# Houston County Club needs 5 members



## prydawg (Mar 10, 2014)

Hwy 247 Hunting club is  looking for 5 members for the 2014/2015 hunting season.  The club is 680 acres and used to be part of Oaky Woods WMA. Dues for the year are $800.00 for the year.
The acreage is mostly Mature pines with a few hardwood bottoms throughout with almost a mile of power lines. 

If you are interested please PM me and we will we get a time set up for you to view the property.


----------



## prydawg (Mar 10, 2014)

I will be updating with some more pictures


----------



## Garnto88 (Mar 10, 2014)

prydawg said:


> I will be updating with some more pictures



How many members do you have in all ?


----------



## whitetaco02 (Mar 10, 2014)

rules?


----------



## KillerB (Mar 10, 2014)

We are located between Frito Lay and the Houston County Landfill. There is nearly a mile of power line with club stands and food plots. The land used to be part of Oaky Woods. There are plenty of deer, hogs, bears, and turkey. We are looking to have 12 members.  


• 680 acres 

Rules
All club members and authorized guest will abide by state laws & hunting club rules. A violation of state law and/or club rules, depending on the nature will cause a warning to be issued, fine, or termination of your membership. The rules will be finalized after the first club meeting.
• Safety is important! Wear hunter Orange at all times while on property during Firearm Deer season. You will identify your target and know what you are shooting before you shoot. Keeping in mind where others are, and where vehicles are on the property. You must be at least 50 yards from any public road or highway and 40 yards from the Private Property Owners while hunting.
• A membership included ONE member and ONE guest that must sign in and can’t return without you. 
o ONE immediate family member(son, daughter, brother, spouse, father, mother, etc. , no in-laws) can come to the club on their own if they come to at least two work day and pay an equal portion of the food plot funds.
o This family member CANNOT bring a guest.
o Children 15 and under must be under direct adult supervision. 
o THERE CANNOT BE MORE THAN TWO PEOPLE HUNTING UNDER ONE MEMBERSHIP AT ANY TIME. (This means that if the one family member is hunting, then the member cannot bring a guest.)
• Bag Limits and Game Rules
o 3 Bucks (no more than two can be taken by one person “STATE LAW”, 1 can be any size and the other two have to have at least 4 points 1in. or longer on one antler side) and 4 does per membership.

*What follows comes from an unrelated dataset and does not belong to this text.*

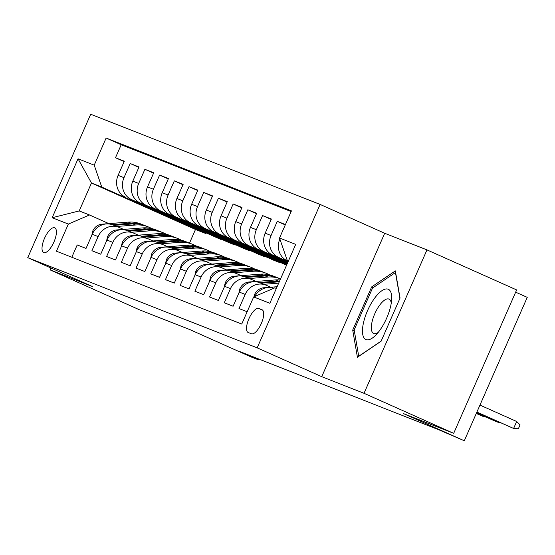 <?xml version="1.0" encoding="UTF-8"?>
<svg xmlns="http://www.w3.org/2000/svg" width="555" height="555" viewBox="0 0 555 555"><rect width="100%" height="100%" fill="white"/><g stroke="black" fill="none" stroke-linecap="round" stroke-linejoin="round"><path stroke-width="0.83" d="M43.769 252.587A13.549 5.051 -65.9 0 0 53.877 242.14A13.549 5.051 -65.9 0 0 54.737 227.814A13.549 5.051 -65.9 0 0 54.661 227.779A13.549 5.051 -65.9 0 0 44.553 238.227A13.549 5.051 -65.9 0 0 43.692 252.553A13.549 5.051 -65.9 0 0 43.769 252.587M320.131 204.434L90.701 114.233L27.75 257.652L257.18 347.846L320.131 204.434L384.691 233.267L321.74 376.678L364.024 393.301L426.975 249.889L384.691 233.267M426.975 249.889L516.643 289.925L453.692 433.337L403.318 413.537L464.299 440.767L527.25 297.348L515.657 292.173M50.859 267.968L50.033 269.855L139.7 309.891L190.074 329.698L251.047 356.927L258.401 359.813L258.755 359.002M364.024 393.301L453.692 433.337M71.81 257.249L77.207 244.949L86.032 248.418L92.248 234.272L98.131 236.583A16.934 15.713 -68.5 0 1 118.673 227.231A16.934 15.713 -68.5 0 1 119.283 227.488L123.585 229.409M98.131 236.583L91.915 250.728L100.739 254.197L106.948 240.051L112.831 242.362A16.934 15.713 -68.5 0 1 133.38 233.01A16.934 15.713 -68.5 0 1 133.991 233.267L138.292 235.188M112.831 242.362L106.622 256.514L115.447 259.983L121.656 245.83L127.539 248.147A16.934 15.713 -68.5 0 1 148.088 238.796A16.934 15.713 -68.5 0 1 148.691 239.045L153 240.974M127.539 248.147L121.33 262.293L130.154 265.762L136.363 251.616L142.246 253.926A16.934 15.713 -68.5 0 1 162.788 244.575A16.934 15.713 -68.5 0 1 163.399 244.831L167.707 246.753M142.246 253.926L136.037 268.079L144.862 271.548L151.071 257.395L156.954 259.712A16.934 15.713 -68.5 0 1 177.496 250.354A16.934 15.713 -68.5 0 1 178.106 250.61L182.415 252.532M156.954 259.712L150.745 273.858L159.569 277.327L165.779 263.181L171.661 265.491A16.934 15.713 -68.5 0 1 192.203 256.139A16.934 15.713 -68.5 0 1 192.814 256.396L197.122 258.318M171.661 265.491L165.452 279.637L174.277 283.112L180.486 268.96L186.369 271.277A16.934 15.713 -68.5 0 1 206.911 261.918A16.934 15.713 -68.5 0 1 207.521 262.175L211.83 264.097M186.369 271.277L180.16 285.423L188.984 288.891L195.194 274.746L201.076 277.056A16.934 15.713 -68.5 0 1 221.618 267.704A16.934 15.713 -68.5 0 1 222.229 267.961L226.537 269.883M201.076 277.056L194.867 291.202L203.692 294.67L209.901 280.525L215.784 282.842A16.934 15.713 -68.5 0 1 236.326 273.483A16.934 15.713 -68.5 0 1 236.936 273.74L241.238 275.662M215.784 282.842L209.575 296.987L218.399 300.456L224.608 286.311L230.492 288.621A16.934 15.713 -68.5 0 1 251.033 279.269A16.934 15.713 -68.5 0 1 251.644 279.526L255.945 281.447M230.492 288.621L224.282 302.766L233.1 306.235L239.316 292.09L245.199 294.4A16.934 15.713 -68.5 0 1 265.741 285.048A16.934 15.713 -68.5 0 1 266.351 285.305L270.653 287.226M245.199 294.4L238.983 308.552L247.148 311.757M285.436 224.553L277.271 221.341L285.277 224.914M288.003 261.911L272.72 255.085A16.934 15.713 111.5 0 1 265.179 233.176L271.388 219.024L262.564 215.555L271.215 219.419M287.719 262.564L258.013 249.306A16.934 15.713 111.5 0 1 250.472 227.39L256.681 213.245L247.856 209.776L256.507 213.64M287.428 263.223L243.305 243.52A16.934 15.713 111.5 0 1 235.764 221.611L241.973 207.466L233.149 203.99L241.8 207.854M287.136 263.882L228.598 237.741A16.934 15.713 111.5 0 1 221.056 215.826L227.266 201.68L218.441 198.211L227.092 202.075M267.427 255.862L213.89 231.955A16.934 15.713 111.5 0 1 206.349 210.047L212.558 195.901L203.734 192.432L212.385 196.29M286.56 265.193L199.183 226.176A16.934 15.713 111.5 0 1 191.642 204.261L197.851 190.115L189.026 186.647L197.677 190.511M279.616 262.092L279.311 262.425L273.428 260.115L184.475 220.391A16.934 15.713 111.5 0 1 176.934 198.482L183.143 184.336L174.319 180.868L182.97 184.732M264.915 256.306L264.603 256.639L258.72 254.329L169.768 214.612A16.934 15.713 111.5 0 1 162.226 192.703L168.436 178.55L159.611 175.082L168.262 178.946M250.208 250.527L249.896 250.86L244.013 248.55L155.06 208.826A16.934 15.713 111.5 0 1 147.519 186.917L153.728 172.771L144.904 169.303L153.562 173.167M235.5 244.748L235.188 245.081L229.305 242.764L140.353 203.047A16.934 15.713 111.5 0 1 132.811 181.138L139.028 166.986L130.203 163.517L138.854 167.381M464.299 440.767L439.012 429.868L240.468 351.808L258.401 359.813M262.002 309.752L258.769 308.476A13.126 4.898 -65.9 0 0 248.98 318.598A13.126 4.898 -65.9 0 0 248.141 332.48A13.126 4.898 -65.9 0 0 248.217 332.507L251.457 333.784A13.126 4.898 -65.9 0 0 261.245 323.662A13.126 4.898 -65.9 0 0 262.078 309.78A13.126 4.898 -65.9 0 0 262.002 309.752L262.154 309.815M206.085 233.183L205.773 233.516L195.485 229.465L91.464 183.018L79.212 210.928L89.508 214.972L68.355 224.074L56.444 251.207L241.751 324.058L253.663 296.925L274.815 287.83L276.362 288.433M68.355 224.074L52.177 217.713L78.04 158.799L94.218 165.161L106.13 138.029L291.437 210.879L279.526 238.012L295.704 244.373L269.841 303.287L253.663 296.925M220.793 238.962L220.481 239.295L131.528 199.578A16.934 15.713 -68.5 0 1 123.987 177.669L130.203 163.517M220.481 239.295L131.528 199.578M235.188 245.081L146.236 205.357A16.934 15.713 -68.5 0 1 138.694 183.448L144.904 169.303M249.896 250.86L160.943 211.143A16.934 15.713 -68.5 0 1 153.402 189.234L159.611 175.082M264.603 256.639L175.651 216.922A16.934 15.713 -68.5 0 1 168.109 195.013L174.319 180.868M279.311 262.425L190.358 222.708A16.934 15.713 -68.5 0 1 182.817 200.792L189.026 186.647M286.678 264.929L205.066 228.487A16.934 15.713 -68.5 0 1 197.525 206.578L203.734 192.432M286.97 264.27L219.773 234.272A16.934 15.713 -68.5 0 1 212.232 212.357L218.441 198.211M287.254 263.618L234.481 240.051A16.934 15.713 -68.5 0 1 226.94 218.143L233.149 203.99M287.546 262.959L249.188 245.83A16.934 15.713 -68.5 0 1 241.647 223.922L247.856 209.776M287.83 262.307L263.896 251.616A16.934 15.713 -68.5 0 1 256.354 229.708L262.564 215.555M288.121 261.648L278.603 257.395A16.934 15.713 -68.5 0 1 271.062 235.486L277.271 221.341M288.295 261.252L287.421 260.864A16.934 15.713 -68.5 0 1 279.866 238.997M291.132 211.566L121.191 144.751L115.495 157.738L124.147 161.602M125.645 197.261A16.934 15.713 111.5 0 1 118.104 175.352L124.32 161.207L115.495 157.738M254.703 296.481A16.934 15.713 -68.5 0 1 273.83 288.253M89.508 214.972L108.877 223.623M288.607 260.531L287.067 259.92L279.526 238.012M288.579 260.6L287.067 259.92M321.74 376.678L257.18 347.846M50.033 269.855L92.31 286.477L27.75 257.652M195.485 229.465L189.491 243.111M205.773 233.516L101.759 187.07L91.464 183.018L78.04 158.799M265.741 285.048L259.858 282.738A16.934 15.713 111.5 0 0 239.316 292.09M251.033 279.269L245.15 276.952A16.934 15.713 111.5 0 0 224.608 286.311M236.326 273.483L230.443 271.173A16.934 15.713 111.5 0 0 209.901 280.525M282.134 261.641L287.136 263.889M221.618 267.704L215.735 265.387A16.934 15.713 111.5 0 0 195.194 274.746M206.911 261.918L201.028 259.608A16.934 15.713 111.5 0 0 180.486 268.96M252.719 250.076L279.484 262.036M192.203 256.139L186.32 253.829A16.934 15.713 111.5 0 0 165.779 263.181M238.012 244.297L264.777 256.257M177.496 250.354L171.613 248.043A16.934 15.713 111.5 0 0 151.071 257.395M223.304 238.518L250.069 250.472M162.788 244.575L156.905 242.264A16.934 15.713 111.5 0 0 136.363 251.616M208.597 232.732L235.362 244.693M148.088 238.796L142.205 236.479A16.934 15.713 111.5 0 0 121.656 245.83M193.889 226.953L220.654 238.907M133.38 233.01L127.497 230.7A16.934 15.713 111.5 0 0 106.948 240.051M179.182 221.167L205.947 233.128M121.191 144.751L106.13 138.029M94.218 165.161L101.759 187.07M118.673 227.231L112.79 224.914A16.934 15.713 111.5 0 0 92.248 234.272M52.177 217.713L79.212 210.928M395.34 270.889L371.67 286.9L352.709 330.093L357.42 357.267L381.091 341.256L400.051 298.063L395.34 270.889M354.319 330.815L352.709 330.093M373.224 287.601L371.67 286.9M476.891 412.067L513.611 428.46L516.67 421.488L520.07 424.887L518.363 428.765L513.611 428.46L476.842 412.185M516.67 421.488L479.957 405.088M366.036 339.591A27.521 10.261 -65.9 0 0 375.568 335.352A27.521 10.261 -65.9 0 0 391.677 299.277A27.521 10.261 -65.9 0 0 388.16 289.204A27.521 10.261 -65.9 0 0 367.535 310.64A27.521 10.261 -65.9 0 0 366.036 339.591M391.247 303.169A18.842 7.028 -65.9 0 0 389.02 299.089A18.842 7.028 -65.9 0 0 388.916 299.048A18.842 7.028 -65.9 0 0 374.861 313.575A18.842 7.028 -65.9 0 0 373.661 333.5A18.842 7.028 -65.9 0 0 373.772 333.541A18.842 7.028 -65.9 0 0 378.184 332.431M381.181 341.054L358.724 356.248L354.159 329.913L372.53 288.066L395.465 272.554L399.94 298.326M254.093 296.745L254.641 294.407A11.218 10.406 -68.5 0 1 263.819 287.761L277.111 286.72M276.515 288.087L275.641 288.156M500.582 422.785L496.253 421.64L476.551 412.844M499.139 422.14L498.903 422.681L476.606 412.726M263.826 284.299L278.686 283.133M238.914 292.998L239.933 288.628A11.218 10.406 -68.5 0 1 249.112 281.982L275.329 279.935A32.384 30.046 -68.5 0 1 280.081 279.956M279.644 280.955A32.384 30.046 111.5 0 0 278.124 281.031L259.227 282.509M261.03 283.196L279.283 281.774M485.875 417.006L484.196 416.895L476.266 413.496M484.432 416.361L484.196 416.895L476.315 413.378M249.119 278.513L267.975 277.042A32.384 30.046 -68.5 0 1 280.525 278.894A32.384 30.046 -68.5 0 1 280.546 278.901M224.206 287.212L225.226 282.842A11.218 10.406 -68.5 0 1 234.404 276.196L260.621 274.149A32.384 30.046 -68.5 0 1 273.171 276.001L275.96 277.105A32.384 30.046 111.5 0 0 263.417 275.245L244.519 276.723M246.323 277.417L265.186 275.939A32.384 30.046 -68.5 0 1 277.729 277.798L280.525 278.894M276.841 277.465A32.384 30.046 111.5 0 0 275.96 277.105M234.411 272.734L253.267 271.256A32.384 30.046 -68.5 0 1 265.817 273.115A32.384 30.046 -68.5 0 1 269.39 274.822M209.499 281.434L210.518 277.063A11.218 10.406 -68.5 0 1 219.697 270.417L245.921 268.37A32.384 30.046 -68.5 0 1 258.464 270.223L261.252 271.319A32.384 30.046 111.5 0 0 248.709 269.466L229.812 270.944M231.615 271.631L250.478 270.16A32.384 30.046 -68.5 0 1 263.021 272.012L265.817 273.115M262.133 271.679A32.384 30.046 111.5 0 0 261.252 271.319M219.704 266.948L238.567 265.477A32.384 30.046 -68.5 0 1 251.11 267.33A32.384 30.046 -68.5 0 1 254.683 269.036M194.798 275.648L195.811 271.277A11.218 10.406 -68.5 0 1 204.989 264.631L231.213 262.584A32.384 30.046 -68.5 0 1 243.756 264.444L246.552 265.54A32.384 30.046 111.5 0 0 234.002 263.687L215.111 265.158M216.908 265.852L235.771 264.381A32.384 30.046 -68.5 0 1 248.314 266.233L251.11 267.33M247.426 265.9A32.384 30.046 111.5 0 0 246.552 265.54M204.996 261.169L223.859 259.691A32.384 30.046 -68.5 0 1 236.402 261.551A32.384 30.046 -68.5 0 1 239.975 263.257M180.091 269.869L181.103 265.498A11.218 10.406 -68.5 0 1 190.282 258.852L216.505 256.805A32.384 30.046 -68.5 0 1 229.049 258.658L231.844 259.754A32.384 30.046 111.5 0 0 219.294 257.902L200.404 259.379M202.2 260.066L221.063 258.595A32.384 30.046 -68.5 0 1 233.606 260.448L236.402 261.551M232.718 260.122A32.384 30.046 111.5 0 0 231.844 259.754M190.289 255.383L209.152 253.912A32.384 30.046 -68.5 0 1 221.695 255.765A32.384 30.046 -68.5 0 1 225.268 257.471M165.383 264.09L166.396 259.712A11.218 10.406 -68.5 0 1 175.574 253.066L201.798 251.02A32.384 30.046 -68.5 0 1 214.341 252.879L217.137 253.975A32.384 30.046 111.5 0 0 204.594 252.123L185.696 253.593M187.493 254.287L206.356 252.816A32.384 30.046 -68.5 0 1 218.899 254.669L221.695 255.765M218.011 254.336A32.384 30.046 111.5 0 0 217.137 253.975M175.581 249.604L194.444 248.134A32.384 30.046 -68.5 0 1 206.987 249.986A32.384 30.046 -68.5 0 1 210.56 251.692M150.676 258.304L151.688 253.933A11.218 10.406 -68.5 0 1 160.867 247.287L187.09 245.241A32.384 30.046 -68.5 0 1 199.633 247.093L202.429 248.196A32.384 30.046 111.5 0 0 189.886 246.337L170.989 247.814M172.785 248.501L191.648 247.03A32.384 30.046 -68.5 0 1 204.191 248.89L206.987 249.986M203.303 248.557A32.384 30.046 111.5 0 0 202.429 248.196M160.874 243.818L179.737 242.348A32.384 30.046 -68.5 0 1 192.28 244.2A32.384 30.046 -68.5 0 1 195.853 245.914M135.968 252.525L136.981 248.154A11.218 10.406 -68.5 0 1 146.159 241.501L172.383 239.455A32.384 30.046 -68.5 0 1 184.926 241.314L187.722 242.41A32.384 30.046 111.5 0 0 175.179 240.558L156.281 242.029M158.078 242.722L176.941 241.252A32.384 30.046 -68.5 0 1 189.484 243.104L192.28 244.2M188.596 242.771A32.384 30.046 111.5 0 0 187.722 242.41M146.166 238.04L165.029 236.569A32.384 30.046 -68.5 0 1 177.572 238.421A32.384 30.046 -68.5 0 1 181.145 240.128M121.261 246.739L122.273 242.369A11.218 10.406 -68.5 0 1 131.452 235.722L157.675 233.676A32.384 30.046 -68.5 0 1 170.219 235.528L173.014 236.631A32.384 30.046 111.5 0 0 160.471 234.772L141.574 236.25M143.37 236.943L162.233 235.466A32.384 30.046 -68.5 0 1 174.776 237.325L177.572 238.421M173.888 236.992A32.384 30.046 111.5 0 0 173.014 236.631M131.459 232.254L150.322 230.783A32.384 30.046 -68.5 0 1 162.865 232.642A32.384 30.046 -68.5 0 1 166.438 234.349M106.553 240.96L107.573 236.59A11.218 10.406 -68.5 0 1 116.744 229.943L142.968 227.89A32.384 30.046 -68.5 0 1 155.511 229.749L158.307 230.845A32.384 30.046 111.5 0 0 145.764 228.993L126.866 230.471M128.67 231.157L147.526 229.687A32.384 30.046 -68.5 0 1 160.069 231.539L162.865 232.642M159.181 231.206A32.384 30.046 111.5 0 0 158.307 230.845M116.751 226.475L135.614 225.004A32.384 30.046 -68.5 0 1 148.157 226.856A32.384 30.046 -68.5 0 1 151.737 228.563M91.846 235.174L92.865 230.804A11.218 10.406 -68.5 0 1 102.044 224.158L128.26 222.111A32.384 30.046 -68.5 0 1 140.804 223.963L143.599 225.066A32.384 30.046 111.5 0 0 131.056 223.207L112.159 224.685M113.962 225.379L132.818 223.901A32.384 30.046 -68.5 0 1 145.368 225.76L148.157 226.856M144.48 225.427A32.384 30.046 111.5 0 0 143.599 225.066M140.353 203.047L146.236 205.357M155.06 208.826L160.943 211.143M169.768 214.612L175.651 216.922M184.475 220.391L190.358 222.708M199.183 226.176L205.066 228.487M213.89 231.955L219.773 234.272M228.598 237.741L234.481 240.051M243.305 243.52L249.188 245.83M258.013 249.306L263.896 251.616M272.72 255.085L278.603 257.395M287.421 260.864L288.309 261.218M118.104 175.352L123.987 177.669M132.811 181.138L138.694 183.448M147.519 186.917L153.402 189.234M162.226 192.703L168.109 195.013M176.934 198.482L182.817 200.792M191.642 204.261L197.525 206.578M206.349 210.047L212.232 212.357M221.056 215.826L226.94 218.143M235.764 221.611L241.647 223.922M250.472 227.39L256.354 229.708M265.179 233.176L271.062 235.486M262.709 310.238L258.769 308.476M254.585 294.615L255.598 295.01M263.819 287.761L264.797 288.149M239.885 288.836L240.891 289.231M275.329 279.935L278.124 281.031M249.112 281.982L250.09 282.363M225.177 283.05L226.183 283.445M265.186 275.939L267.975 277.042M260.621 274.149L263.417 275.245M234.404 276.196L235.382 276.584M210.47 277.271L211.476 277.666M250.478 270.16L253.267 271.256M245.921 268.37L248.709 269.466M219.697 270.417L220.675 270.798M195.762 271.485L196.768 271.881M235.771 264.381L238.567 265.477M231.213 262.584L234.002 263.687M204.989 264.631L205.967 265.019M181.055 265.706L182.061 266.102M221.063 258.595L223.859 259.691M216.505 256.805L219.294 257.902M190.282 258.852L191.26 259.234M166.347 259.92L167.353 260.316M206.356 252.816L209.152 253.912M201.798 251.02L204.594 252.123M175.574 253.066L176.552 253.455M151.64 254.141L152.646 254.537M191.648 247.03L194.444 248.134M187.09 245.241L189.886 246.337M160.867 247.287L161.845 247.676M136.932 248.356L137.938 248.758M176.941 241.252L179.737 242.348M172.383 239.455L175.179 240.558M146.159 241.501L147.144 241.89M122.225 242.577L123.238 242.972M162.233 235.466L165.029 236.569M157.675 233.676L160.471 234.772M131.452 235.722L132.437 236.111M107.517 236.798L108.53 237.193M147.526 229.687L150.322 230.783M142.968 227.89L145.764 228.993M116.744 229.943L117.729 230.325M92.81 231.012L93.823 231.407M132.818 223.901L135.614 225.004M128.26 222.111L131.056 223.207M102.044 224.158L103.022 224.546"/></g></svg>
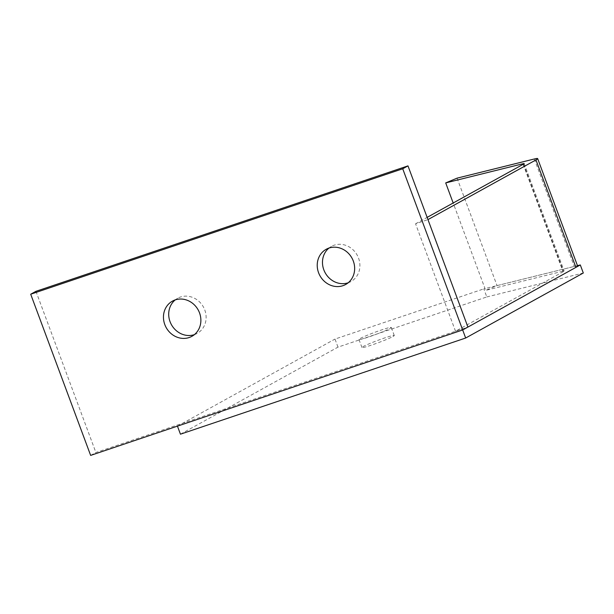 <?xml version="1.0" encoding="UTF-8"?>
<svg xmlns="http://www.w3.org/2000/svg" width="614" height="614" viewBox="0 0 614 614"><rect width="100%" height="100%" fill="white"/><g stroke="black" fill="none" stroke-linecap="round" stroke-linejoin="round"><path stroke-width="0.46" stroke-dasharray="3.07 2.3" d="M194.385 334.638A20.108 18.274 -118.9 0 0 194.408 334.63A20.108 18.274 -118.9 0 0 197.148 333.425A20.108 18.274 -118.9 0 0 204.147 308.458A20.108 18.274 -118.9 0 0 180.424 297.022A20.108 18.274 -118.9 0 0 177.692 298.227A20.108 18.274 -118.9 0 0 175.197 299.916M348.161 282.793A20.108 18.274 -118.9 0 0 348.184 282.785A20.108 18.274 -118.9 0 0 350.916 281.58A20.108 18.274 -118.9 0 0 357.924 256.606A20.108 18.274 -118.9 0 0 334.193 245.178A20.108 18.274 -118.9 0 0 331.46 246.383A20.108 18.274 -118.9 0 0 328.966 248.071M90.642 455.404L95.891 452.495L467.922 327.062L455.519 331.238L563.522 271.557A8.619 0.583 -20.4 0 0 564.159 271.058A8.619 0.583 -20.4 0 0 562.9 271.204L485.666 290.361L453.178 202.996M35.95 291.32L95.891 452.495M360.234 338.475A17.238 1.174 159.6 0 1 378.132 331.115A17.238 1.174 159.6 0 1 391.272 327.446A17.238 1.174 159.6 0 1 389.997 328.436A17.238 1.174 159.6 0 1 372.099 335.797A17.238 1.174 159.6 0 1 358.96 339.465A17.238 1.174 159.6 0 1 360.234 338.475M392.998 336.495A17.238 1.174 -20.4 0 0 394.272 335.505A17.238 1.174 -20.4 0 0 381.125 339.174A17.238 1.174 -20.4 0 0 363.235 346.534A17.238 1.174 -20.4 0 0 361.961 347.524A17.238 1.174 -20.4 0 0 375.1 343.855A17.238 1.174 -20.4 0 0 392.998 336.495M180.447 434.19L337.992 347.125L486.802 296.946L483.801 288.887L577.475 265.655M486.802 296.946L583.3 273.007M337.992 347.125L334.991 339.066L483.801 288.887M177.446 426.131L334.991 339.066M577.62 266.054A22.979 1.566 -20.4 0 0 574.274 266.438L497.033 285.602L485.666 290.361M457.077 178.144L497.033 285.602M455.519 331.238L415.563 223.788L427.958 219.605M415.563 223.788L427.137 217.387M523.151 164.329L562.9 271.204M534.31 158.988L574.274 266.438M523.558 164.099L563.522 271.557M172.442 301.129L177.692 298.227M326.211 249.284L331.46 246.383M345.667 284.482L350.916 281.58M191.89 336.326L197.148 333.425M394.272 335.505L391.272 327.446M361.961 347.524L358.96 339.465M524.195 163.608L564.159 271.058"/><path stroke-width="0.92" d="M175.197 299.916A20.108 18.274 -118.9 0 0 171.429 324.668A20.108 18.274 -118.9 0 0 194.385 334.638M175.174 299.924A20.108 18.274 -118.9 0 0 172.442 301.129A20.108 18.274 -118.9 0 0 165.435 326.103A20.108 18.274 -118.9 0 0 189.158 337.531A20.108 18.274 -118.9 0 0 191.89 336.326A20.108 18.274 -118.9 0 0 198.898 311.359A20.108 18.274 -118.9 0 0 175.174 299.924M328.966 248.071A20.108 18.274 -118.9 0 0 325.197 272.816A20.108 18.274 -118.9 0 0 348.161 282.793M328.943 248.079A20.108 18.274 -118.9 0 0 326.211 249.284A20.108 18.274 -118.9 0 0 319.203 274.251A20.108 18.274 -118.9 0 0 342.934 285.687A20.108 18.274 -118.9 0 0 345.667 284.482A20.108 18.274 -118.9 0 0 352.674 259.515A20.108 18.274 -118.9 0 0 328.943 248.079M577.475 265.655L580.299 264.949L583.3 273.007L465.665 338.022L462.672 329.964L467.922 327.062L407.98 165.88L35.95 291.32L30.7 294.221L90.642 455.404L462.672 329.964L402.73 168.781L407.98 165.88M402.73 168.781L30.7 294.221M580.299 264.949L462.672 329.964L177.446 426.131L180.447 434.19L465.665 338.022M427.137 217.387L523.558 164.099A8.619 0.583 -20.4 0 0 524.195 163.608A8.619 0.583 -20.4 0 0 522.944 163.754L445.703 182.911L453.178 202.996M535.961 159.924L575.924 267.374L467.922 327.062L427.958 219.605L535.961 159.924A22.979 1.566 -20.4 0 0 537.657 158.596A22.979 1.566 -20.4 0 0 534.31 158.988L457.077 178.144L445.703 182.911M575.924 267.374A22.979 1.566 -20.4 0 0 577.62 266.054L537.657 158.596M522.944 163.754L523.151 164.329"/></g></svg>

NO BUTTON HEADS!
o 3 turkeys per membership.
If you bring a guest to turkey hunt, they must hunt with you.
o All other limits according to state laws.
o All animals harvested on this lease must be recorded in the harvest record notebook.
o One hog trap may be used before or after deer and turkey season for recreational use.
It must be placed by the member’s private stand.
o Hogs may not be hunted with dogs.
• A sign in board/map will be supplied. The member and/or guest must sign in and out before and after each hunt. A harvest, guest sign in, and comment/complaint book will also be located here. 
• All stand must be marked on the sign in board (private, club, or climbers).
• Club stands will be first come first serve, but cannot be hunted consecutively. Guests are not allowed to hunt club stands without a member until December 1st. 
• Two other private stands will be allowed.
• One additional portable stand can be used, but must be taken off the sign in board after each hunt.
• There must be at least 150 yards between stands in the woods, and 300 yards on the power line.
• Shooting range hours are between 11:00 am and 2:00 pm during deer and turkey season. Please be considerate of others if they are hunting.
• No one will cross property lines without permission. If in pursuit of wounded game you must have the other property owners’ permission. Contact President or Vice President if this occurs. Most likely we can obtain permission from landowner. Property lines are clearly marked. If not sure ask first.
• No Nails will be put in trees, no production timber will be damaged by cutting down or topping trees any pines or 4” in diameter trees). If not sure check with President or Vice President.
• Check with the president before cutting any trail larger than a four wheeler or trail.
• No excessive drinking. NO DRINKING WHILE HUNTING. The use of any illegal drugs will be reason for immediate termination of membership. 
• Consideration for others hunting is a priority. Do not drive in on someone who is already hunting. Use of the pin in board is to prevent this. If you have to retrieve downed game do so between the hours of 10am and 3 pm or after dark. Remember if you enter property early you have no way of knowing who entered after you, and who is hunting near you. If you have a stand on or near the main road expect other to drive past your stand. Please be considerate. Phone numbers of all members will be available and good communication is expected. It is preferred there is no driving on property from legal shooting light until 10 am, and again last 3 hours before legal shooting light ends. 
• All members will sign and receive a copy of these rules to acknowledge they understand the rules. Any fine imposed must be paid before member can continue hunting property. If a membership is terminated for any reason, that member loses all rights to hunt, must leave the property immediately upon termination, and has 30 days to remove any personal property (campers, stands, and other belongings.) from club property


----------



## KillerB (Mar 10, 2014)

Here are some additional pictures.


----------



## ssilence (Mar 19, 2014)

How accessible is the property and what kind of road system is there? Is a four Wheeler necessary to get around the property?


----------



## KillerB (Mar 26, 2014)

The club has access through Oaky Woods (2 gates) that you can walk through and there are vehicle roads through most of the club.  You do not have to have a four wheeler to get around.


----------



## prydawg (Apr 23, 2014)

We still have a few openings


----------



## larrymost (May 6, 2014)

*hwy247 lease*

I am also a Perry DAWG looking for a club. I am interested. Looking for QDM club. Mature hunter- no children at home but would liek a place I can take my son when in town.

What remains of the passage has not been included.